NUMEROUS Glen Innes residents were transferred to Armidale hospital on the last weekend in November after claims by Northern Tablelands MP Adam Marshall that there was no doctor on duty.
Hunter New England Health has refuted the claims that the Glen Innes hospital had no doctor on duty.
One patient, a visitor from Brisbane, told Mr Marshall that he presented at the Glen Innes hospital emergency with severe pain from a double hernia but was turned away as there was no doctor on duty.
Mr Marshall was told that the patient was turned away without pain relief.
However, Hunter New England Health Chief Executive Michael DiRienzo disputes those claims.
“On the weekend beginning Friday 25 November a doctor was available at Glen Innes Hospital,” he said.
“A local GP, who has admitting rights to the Hospital and regularly participates in the Emergency Department roster, was available to cover the emergency department all weekend.”
But Local MP Adam Marshall is hopping mad at Mr DiRienzo and, along with a swag of locals, disputes his claims.
“A doctor may have been ‘available’ but there was no doctor there, I can assure you,” he said.
“If there was a doctor present then the patient would have been treated by the doctor - and he wasn't.
“Further, he was told there was no doctor available to treat him. I also have statements from other locals who were transferred from Glen Innes to Armidale Hospital over the weekend (Saturday and Sunday) due to no doctor being present in the hospital.
“I suggest that either Mr DiRienzo is treating the community as fools or he isn't aware of what is really going on in his hospitals.”

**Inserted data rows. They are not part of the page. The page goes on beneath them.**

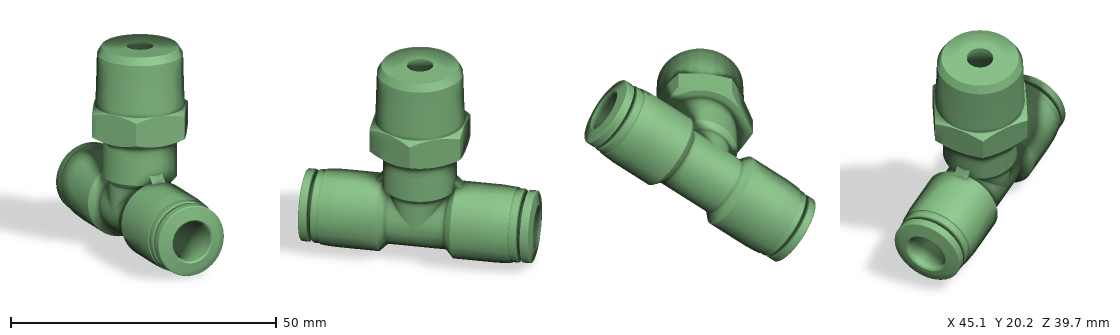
import cadquery as cq
import math


tee_radius = 5.85
flow_diameter = 5.0

socket_radius = 7.4
socket_cone_start = 5.65
socket_cone_end = socket_cone_start + socket_radius - tee_radius
socket_taper_start = 15.4
socket_taper_end = 18.3
socket_taper_drop = 0.2
socket_rim_radius = 7.0
socket_end = 19.8
socket_edge_break = 0.15

neck_diameter = 9.94
neck_radius = neck_diameter / 2
collar_diameter = 13.8
collar_radius = collar_diameter / 2
collar_start = 20.55
collar_rim_end = 21.87
collar_rim_rounding = 0.25
collar_rounding_end = collar_rim_end + collar_rim_rounding
neck_chamfer = 0.2
run_length = 45.1
run_half_length = run_length / 2

tube_diameter = 7.94
tube_stop = socket_cone_end
tube_lead_in = 0.27
tube_mouth_radius = tube_diameter / 2 + tube_lead_in

branch_radius = 7.0
branch_cone_start = socket_cone_start
branch_cone_end = branch_cone_start + branch_radius - tee_radius
hex_sides = 6
hex_bottom = 14.8
hex_height = 6.0
hex_top = hex_bottom + hex_height
hex_corner_diameter = 20.16
hex_flat_width = hex_corner_diameter * math.cos(math.pi / hex_sides)
hex_chamfer_angle = 30.0
thread_base_radius = 8.45
thread_tip_radius = 8.14
thread_end_radius = 7.27
thread_chamfer_height = 1.45
overall_height = 39.7
branch_top = overall_height - socket_radius

web_width = 2.7
web_leg = 1.2


def revolve_about_z(points):
    """Solid of revolution about Z from an outline of (radius, height) points."""
    outline = cq.Workplane("XZ").polyline(points).close()
    return outline.revolve(360, (0, 0, 0), (0, 1, 0))


def make_run_half():
    """Half of the run on the +X side, from the tee centre to the collar face."""
    outline = (
        cq.Workplane("XY")
        .moveTo(0, 0)
        .lineTo(0, tee_radius)
        .lineTo(socket_cone_start, tee_radius)
        .lineTo(socket_cone_end, socket_radius)
        .lineTo(socket_taper_start, socket_radius)
        .tangentArcPoint((socket_taper_end, socket_radius - socket_taper_drop), relative=False)
        .lineTo(socket_taper_end, socket_rim_radius)
        .lineTo(socket_end - socket_edge_break, socket_rim_radius)
        .lineTo(socket_end, socket_rim_radius - socket_edge_break)
        .lineTo(socket_end, neck_radius)
        .lineTo(collar_start - neck_chamfer, neck_radius)
        .lineTo(collar_start, neck_radius + neck_chamfer)
        .lineTo(collar_start, collar_radius)
        .lineTo(collar_rim_end, collar_radius)
        .tangentArcPoint((collar_rounding_end, collar_radius - collar_rim_rounding), relative=False)
        .lineTo(run_half_length, tube_mouth_radius)
        .lineTo(run_half_length, 0)
        .close()
    )
    return outline.revolve(360, (0, 0, 0), (1, 0, 0))


def make_branch():
    """Round branch stem with the tapered thread body on top."""
    return revolve_about_z([
        (0, 0),
        (tee_radius, 0),
        (tee_radius, branch_cone_start),
        (branch_radius, branch_cone_end),
        (branch_radius, hex_top),
        (thread_base_radius, hex_top),
        (thread_tip_radius, branch_top - thread_chamfer_height),
        (thread_end_radius, branch_top),
        (0, branch_top),
    ])


def make_hex():
    """Hexagon with flats facing X and both ends chamfered at the corners."""
    prism = (
        cq.Workplane("XY", origin=(0, 0, hex_bottom))
        .polygon(hex_sides, hex_corner_diameter)
        .extrude(hex_height)
        .rotate((0, 0, 0), (0, 0, 1), 180 / hex_sides)
    )
    flat_radius = hex_flat_width / 2
    envelope_radius = hex_corner_diameter
    chamfer_drop = (envelope_radius - flat_radius) * math.tan(math.radians(hex_chamfer_angle))
    envelope = revolve_about_z([
        (0, hex_bottom),
        (flat_radius, hex_bottom),
        (envelope_radius, hex_bottom + chamfer_drop),
        (envelope_radius, hex_top - chamfer_drop),
        (flat_radius, hex_top),
        (0, hex_top),
    ])
    return prism.intersect(envelope)


def make_web():
    """Triangular web in the +X corner between branch and socket, sunk into both."""
    reach = branch_radius + web_leg
    return (
        cq.Workplane("XZ")
        .moveTo(0, socket_radius + reach)
        .lineTo(reach, socket_radius)
        .lineTo(reach, tee_radius)
        .lineTo(0, tee_radius)
        .close()
        .extrude(web_width / 2, both=True)
    )


def make_tube_bore():
    """Tube socket with a lead-in chamfer at the +X end."""
    radius = tube_diameter / 2
    outline = (
        cq.Workplane("XY")
        .moveTo(tube_stop, 0)
        .lineTo(tube_stop, radius)
        .lineTo(run_half_length - tube_lead_in, radius)
        .lineTo(run_half_length, tube_mouth_radius)
        .lineTo(run_half_length, 0)
        .close()
    )
    return outline.revolve(360, (0, 0, 0), (1, 0, 0))


def both_sides(half):
    """The +X shape together with its mirror image about the YZ plane."""
    return half.union(half.mirror("YZ"))


run_passage = (
    cq.Workplane("YZ", origin=(-run_half_length, 0, 0))
    .circle(flow_diameter / 2)
    .extrude(run_length)
)
branch_passage = cq.Workplane("XY").circle(flow_diameter / 2).extrude(branch_top)

body = both_sides(make_run_half())
body = body.union(make_branch())
body = body.union(make_hex())
body = body.union(both_sides(make_web()))

body = body.cut(run_passage)
body = body.cut(branch_passage)
body = body.cut(both_sides(make_tube_bore()))

result = body
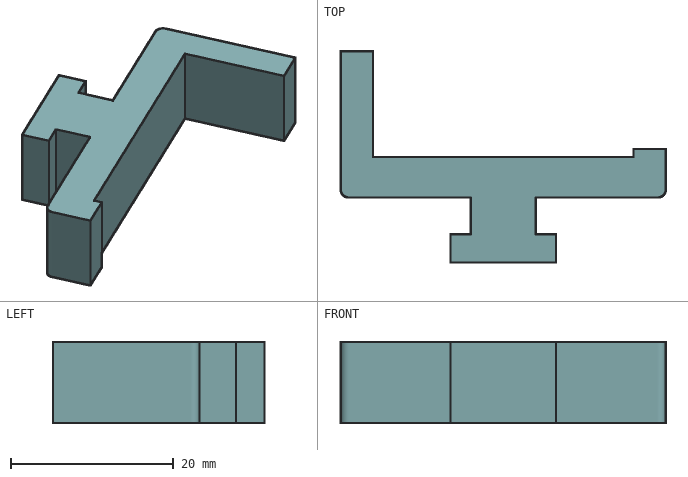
import cadquery as cq

length = 40.0
depth = 26.0
height = 10.0

plate_thickness = 5.0
arm_thickness = 4.0
lip_width = 4.0
lip_rise = 1.0
corner_radius = 1.0

foot_depth = 8.0
neck_width = 8.0
head_width = 13.0
head_thickness = 3.5

arm_depth = depth - foot_depth


def block(x_start, y_start, size_x, size_y):
    """Full-height block with its lower left corner at (x_start, y_start)."""
    return cq.Workplane("XY").box(size_x, size_y, height, centered=False).translate((x_start, y_start, 0))


def make_bracket():
    """Plate, arm and lip, with the two outer -Y corners rounded."""
    plate = block(0, 0, length, plate_thickness)
    arm = block(0, 0, arm_thickness, arm_depth)
    lip = block(length - lip_width, 0, lip_width, plate_thickness + lip_rise)
    bracket = plate.union(arm).union(lip).clean()
    return bracket.faces("<Y").edges("|Z").fillet(corner_radius)


def make_foot():
    """Narrow neck ending in a wider head."""
    middle = length / 2
    neck = block(middle - neck_width / 2, -foot_depth, neck_width, foot_depth)
    head = block(middle - head_width / 2, -foot_depth, head_width, head_thickness)
    return neck.union(head)


result = make_bracket().union(make_foot()).clean()

Local resident Navanka Fletcher also disputes Mr DiRienzo’s claims.
“If there was a doctor available then why was my mother sent by ambulance to Armidale without seeing a doctor in Glen Innes because there was no doctor available on Sunday,” she said.
“The hospital staff and ambulance staff were amazing to deal with but there was definitely not a doctor there to look at any patients.”
Local Mum Samantha Duddy agreed with Miss Fletcher.
“I was clearly told there was not a doctor in Glen Innes on Sunday and I had to take my 16 year old daughter to Armidale,” she said.
“We waited for nearly two hours in Armidale but once she saw a doctor and was diagnosed with pneumonia she was admitted straight away.”
Mr Marshall said Mrs Duddy’s situation is another reason he wants to sit down with Mr DiRienzo and sort this issue out.
“What Mrs Duddy is saying opens up a whole other can of worms,” he said.
“The reason people from Glen Innes and Inverell had to wait to be seen was because the Armidale emergency was not adequately staffed to look after three town’s worth of emergency presentations.
“The situations in Glen Innes and Inverell have had a domino effect and it could have had dire consequences.”